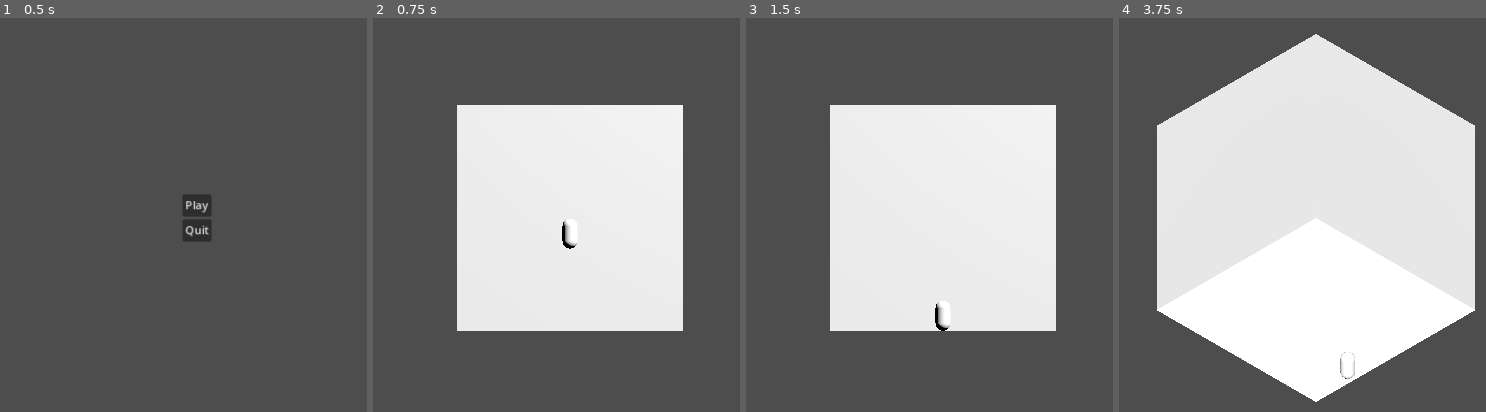
Above: before the commit, frames 1-4 (left to right).
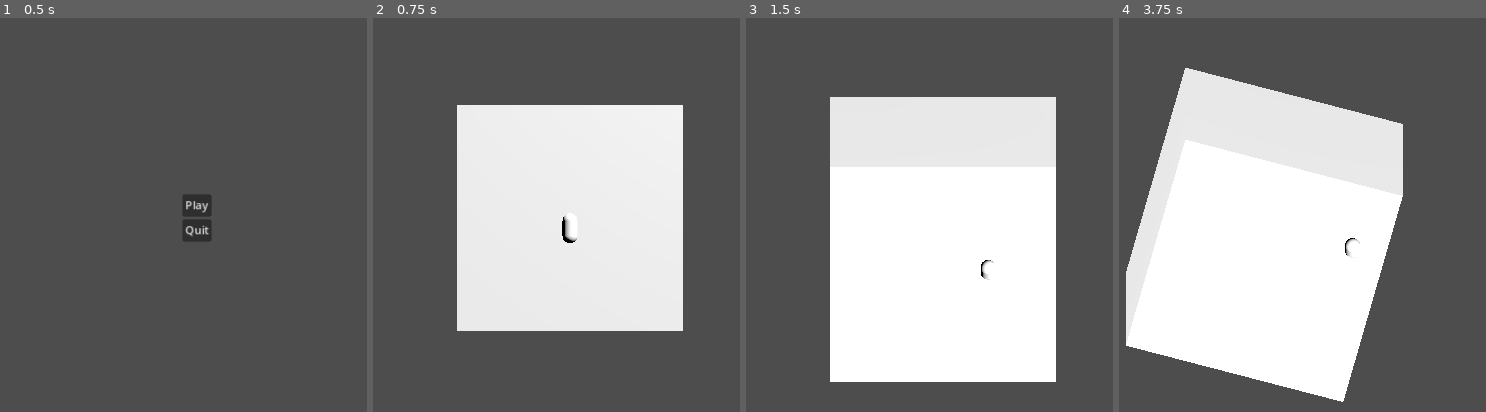
Above: after the commit, the same moments.

Repository: Notebooked/Bullet-Hell-Game-Jam-2023
Game: Godot game, scene res://Scenes/Menu.tscn
Same seed, same stepped clock (60 frames per second), same inputs: the game is played once before the commit and once after it.
Inputs:
- Up to frame 1 (0.5 s): no input
- Up to frame 2 (0.75 s): click "Play" at 0.5 s
- Up to frame 3 (1.5 s): hold D (right) from 1.28 s (still down); hold 3 from 1.28 s (still down)
- Up to frame 4 (3.75 s): tap Space (jump) at 1.52, 2.27 s; tap 1 at 1.55, 2.1 s; release D (right) at 2.03 s; release 3 at 2.03 s; hold S (down) 2.03-2.78 s; tap 2 at 2.3 s; hold D (right) 2.78-3.53 s; hold 2 2.78-3.53 s; tap 3 at 3.05, 3.6 s; hold W (up) from 3.53 s (still down)

Frame 1 is identical in both runs. In frame 2, 0.1% of the frame differs, in the area x 51-56%, y 50-59%; in frame 3, 9.4%; in frame 4, 26%, in the area x 1-98%, y 4-98%.

Commit message:
godot :apple:

Diff:
--- a/Scenes/BaseLevel.tscn
+++ b/Scenes/BaseLevel.tscn
@@ -11,7 +11,6 @@
 [node name="Node3D" type="Node3D"]
 
 [node name="Player" parent="." instance=ExtResource("1_7ir5e")]
-transform = Transform3D(1, 0, 0, 0, 1, 0, 0, 0, 1, 0, -0.347139, 0)
 
 [node name="Room" type="StaticBody3D" parent="."]
 transform = Transform3D(15, 0, 0, 0, 15, 0, 0, 0, 15, 0, 0, 0)
--- a/Scenes/Camera.gd
+++ b/Scenes/Camera.gd
@@ -1,8 +1,9 @@
 extends Camera3D
 
 var target_position: Vector3
+var target_rotation: Vector3
 
-var position_lerp = 0.125
+var lerp_value = 0.125
 
 # Called when the node enters the scene tree for the first time.
 func _ready():
@@ -13,9 +14,14 @@
 func _process(delta):
 	if Input.is_key_pressed(KEY_1):
 		target_position = Vector3(0,0,25)
+		target_rotation = Vector3(0,0,0)
 	if Input.is_key_pressed(KEY_2):
 		target_position = Vector3(1,1,1).normalized() * 25
+		var angle = rad_to_deg(Vector3(1,1,1).angle_to(Vector3(1,1,0)))
+		target_rotation = Vector3(-angle,45,0)
+	if Input.is_key_pressed(KEY_3):
+		target_position = Vector3(0,25,0)
+		target_rotation = Vector3(-90,0,0)
 
-	position = lerp(position, target_position, position_lerp)
-
-	look_at(Vector3.ZERO)
+	position = lerp(position, target_position, lerp_value)
+	rotation_degrees = lerp(rotation_degrees, target_rotation, lerp_value)
--- a/Scenes/Player.gd
+++ b/Scenes/Player.gd
@@ -22,12 +22,7 @@
 	# Get the input direction and handle the movement/deceleration.
 	# As good practice, you should replace UI actions with custom gameplay actions.
 	var input_dir = Input.get_vector("left", "right", "up", "down")
-	var direction = (Vector3(input_dir.x, 0, input_dir.y)).normalized()
-	var camera_direction = camera.transform.basis.z
-	camera_direction.y = 0
-	camera_direction = camera_direction.normalized()
-	direction = direction * camera_direction
-	direction = direction.normalized()
+	var direction = (Vector3(input_dir.x, 0, input_dir.y)).rotated(Vector3.UP,camera.rotation.y).normalized()
 	if direction:
 		velocity.x = direction.x * SPEED
 		velocity.z = direction.z * SPEED
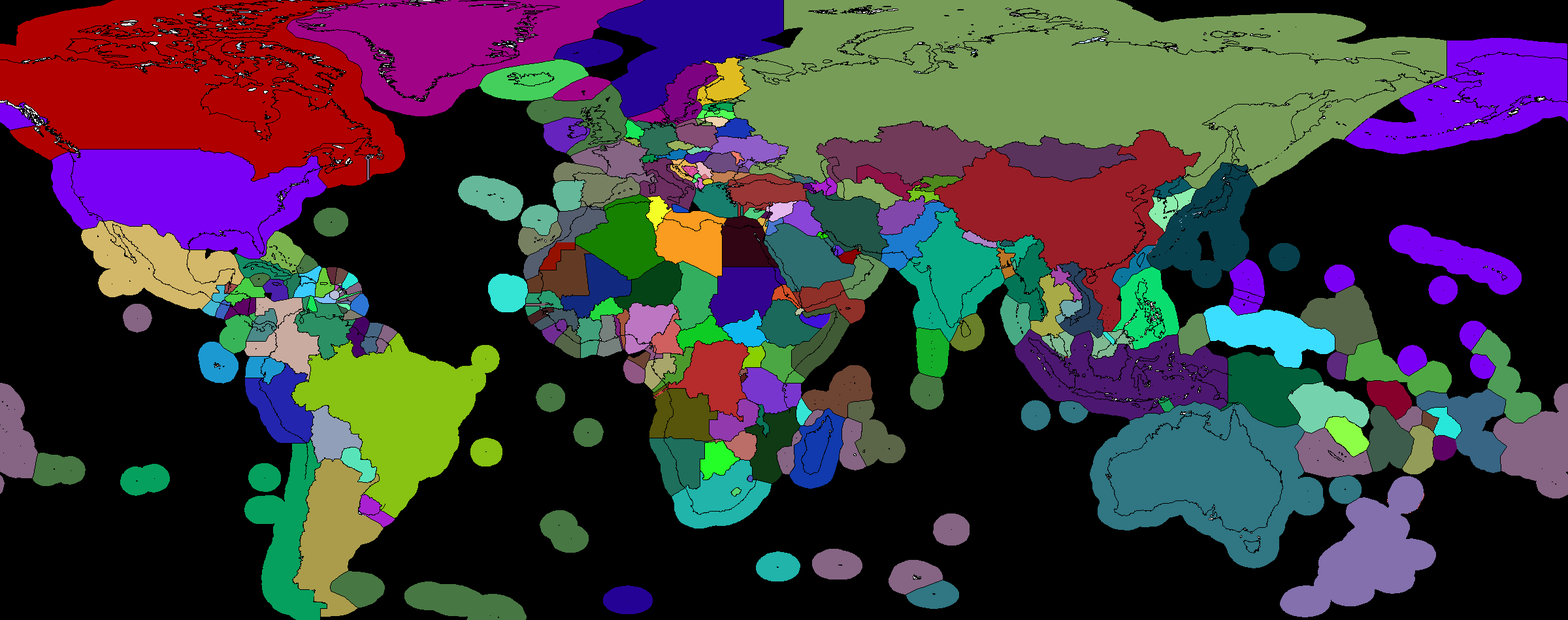
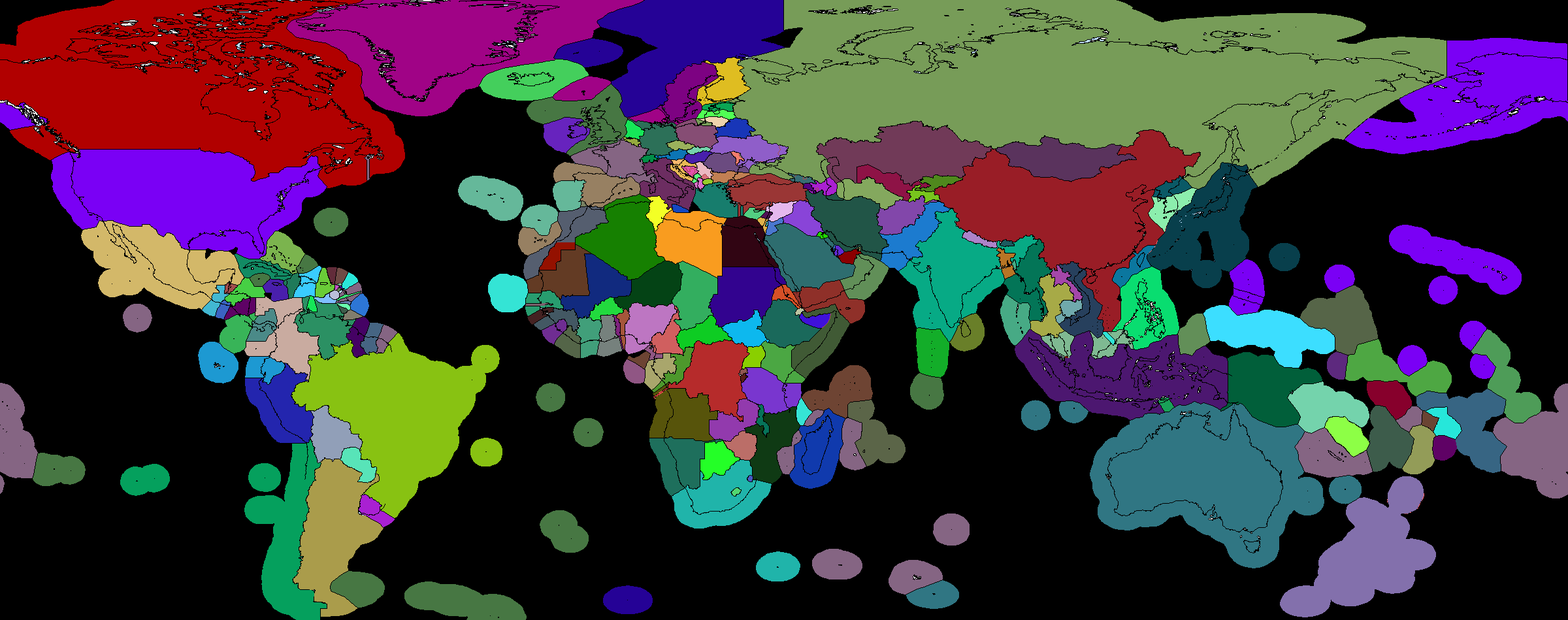
Two versions of the same layered image (1568 x 620). Layer-by-layer changes:
painted on "Internationalwaters.png" over [518, 162, 723, 443]

————

Word for word, set down every line of the records above, and leave the pictures out.

[Solution to the exercise]:
Above: before the commit, frames 1-4 (left to right).
Above: after the commit, the same moments.

Repository: Notebooked/Bullet-Hell-Game-Jam-2023
Game: Godot game, scene res://Scenes/Menu.tscn
Same seed, same stepped clock (60 frames per second), same inputs: the game is played once before the commit and once after it.
Inputs:
- Up to frame 1 (0.5 s): no input
- Up to frame 2 (0.75 s): click "Play" at 0.5 s
- Up to frame 3 (1.5 s): hold D (right) from 1.28 s (still down); hold 3 from 1.28 s (still down)
- Up to frame 4 (3.75 s): tap Space (jump) at 1.52, 2.27 s; tap 1 at 1.55, 2.1 s; release D (right) at 2.03 s; release 3 at 2.03 s; hold S (down) 2.03-2.78 s; tap 2 at 2.3 s; hold D (right) 2.78-3.53 s; hold 2 2.78-3.53 s; tap 3 at 3.05, 3.6 s; hold W (up) from 3.53 s (still down)

Frame 1 is identical in both runs. In frame 2, 0.1% of the frame differs, in the area x 51-56%, y 50-59%; in frame 3, 9.4%; in frame 4, 26%, in the area x 1-98%, y 4-98%.

Commit message:
godot :apple:

Diff:
--- a/Scenes/BaseLevel.tscn
+++ b/Scenes/BaseLevel.tscn
@@ -11,7 +11,6 @@
 [node name="Node3D" type="Node3D"]
 
 [node name="Player" parent="." instance=ExtResource("1_7ir5e")]
-transform = Transform3D(1, 0, 0, 0, 1, 0, 0, 0, 1, 0, -0.347139, 0)
 
 [node name="Room" type="StaticBody3D" parent="."]
 transform = Transform3D(15, 0, 0, 0, 15, 0, 0, 0, 15, 0, 0, 0)
--- a/Scenes/Camera.gd
+++ b/Scenes/Camera.gd
@@ -1,8 +1,9 @@
 extends Camera3D
 
 var target_position: Vector3
+var target_rotation: Vector3
 
-var position_lerp = 0.125
+var lerp_value = 0.125
 
 # Called when the node enters the scene tree for the first time.
 func _ready():
@@ -13,9 +14,14 @@
 func _process(delta):
 	if Input.is_key_pressed(KEY_1):
 		target_position = Vector3(0,0,25)
+		target_rotation = Vector3(0,0,0)
 	if Input.is_key_pressed(KEY_2):
 		target_position = Vector3(1,1,1).normalized() * 25
+		var angle = rad_to_deg(Vector3(1,1,1).angle_to(Vector3(1,1,0)))
+		target_rotation = Vector3(-angle,45,0)
+	if Input.is_key_pressed(KEY_3):
+		target_position = Vector3(0,25,0)
+		target_rotation = Vector3(-90,0,0)
 
-	position = lerp(position, target_position, position_lerp)
-
-	look_at(Vector3.ZERO)
+	position = lerp(position, target_position, lerp_value)
+	rotation_degrees = lerp(rotation_degrees, target_rotation, lerp_value)
--- a/Scenes/Player.gd
+++ b/Scenes/Player.gd
@@ -22,12 +22,7 @@
 	# Get the input direction and handle the movement/deceleration.
 	# As good practice, you should replace UI actions with custom gameplay actions.
 	var input_dir = Input.get_vector("left", "right", "up", "down")
-	var direction = (Vector3(input_dir.x, 0, input_dir.y)).normalized()
-	var camera_direction = camera.transform.basis.z
-	camera_direction.y = 0
-	camera_direction = camera_direction.normalized()
-	direction = direction * camera_direction
-	direction = direction.normalized()
+	var direction = (Vector3(input_dir.x, 0, input_dir.y)).rotated(Vector3.UP,camera.rotation.y).normalized()
 	if direction:
 		velocity.x = direction.x * SPEED
 		velocity.z = direction.z * SPEED
Two versions of the same layered image (1568 x 620). Layer-by-layer changes:
painted on "Internationalwaters.png" over [518, 162, 723, 443]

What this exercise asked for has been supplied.